RBA Confirmed: Card surcharges will be banned from 1 October 2026 — check you're on the right rate →
GP and medical clinics sit in an unusual spot on card fees because so much of their revenue never touches a terminal. When a clinic bulk-bills, Medicare pays the practice directly and the patient pays nothing by card, so the share of consults that generate a card transaction can be a fraction of what a comparable retail business sees. That single billing decision shapes a clinic's whole merchant profile.
As more practices move to mixed or fully private billing, patients increasingly pay a gap or a full consultation fee by card, lifting card volume and the fees that come with it. On-the-spot Medicare claiming, low-ticket consults and the rise of telehealth card-not-present payments all pull in different directions, which is why two clinics down the road from each other can pay very different blended rates.
The wide band reflects how little of a clinic's income may flow through cards. A heavily bulk-billing practice processes mostly small gap payments and the occasional private consult, so fixed terminal costs weigh heavily on a thin card base and push the effective percentage higher. A private-billing clinic with larger, more frequent card transactions can spread costs further and sit lower in the range. Card mix matters too: eftpos debit is generally cheaper than premium or international credit cards, and telehealth card-not-present payments often carry higher processing costs.

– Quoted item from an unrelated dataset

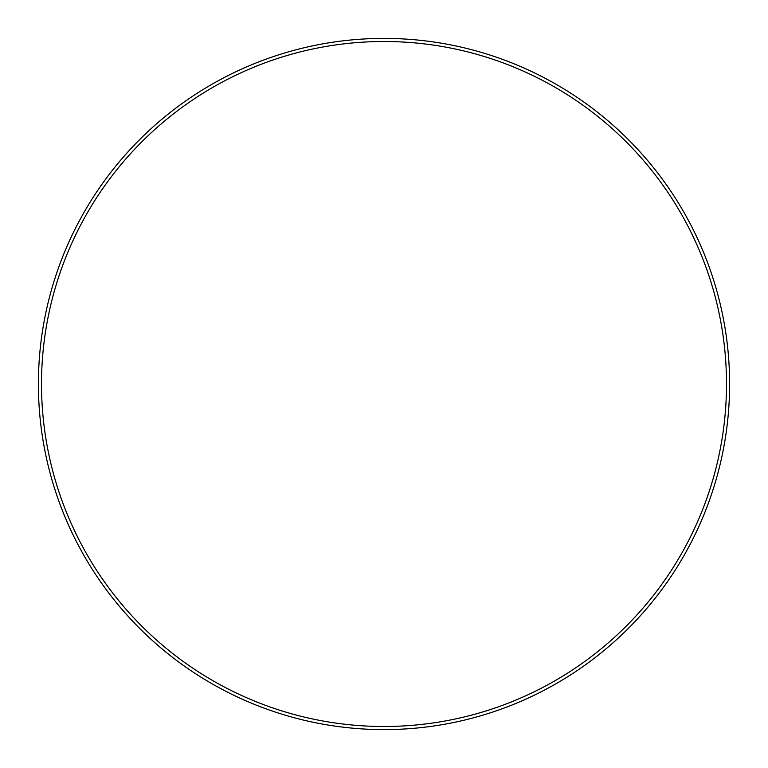 <?xml version="1.0" encoding="UTF-8"?>
<svg xmlns="http://www.w3.org/2000/svg" width="768" height="768" viewBox="0 0 768 768"><rect width="100%" height="100%" fill="white"/><g stroke="black" fill="none" stroke-linecap="round" stroke-linejoin="round"><path stroke-width="1.15" d="M726.49 384A342.49 342.49 0 0 0 384 41.51A342.49 342.49 0 0 0 41.51 384A342.49 342.49 0 0 0 384 726.49A342.49 342.49 0 0 0 726.49 384M38.4 384A345.6 345.6 0 0 1 384 38.4A345.6 345.6 0 0 1 729.6 384A345.6 345.6 0 0 1 384 729.6A345.6 345.6 0 0 1 38.4 384"/></g></svg>

Look for a provider that handles integrated Medicare claiming so reception can lodge the rebate and collect only the gap in one flow, ideally through Easyclaim or a health-claiming terminal. Strong card-not-present and online payment options matter for telehealth and phone consults. Because consults are low-ticket and volume can be modest under bulk-billing, weigh fixed monthly and terminal costs against per-transaction pricing, and check how debit is routed. Clear, compliant surcharging controls and reliable settlement help a busy front desk keep moving without holding up patients.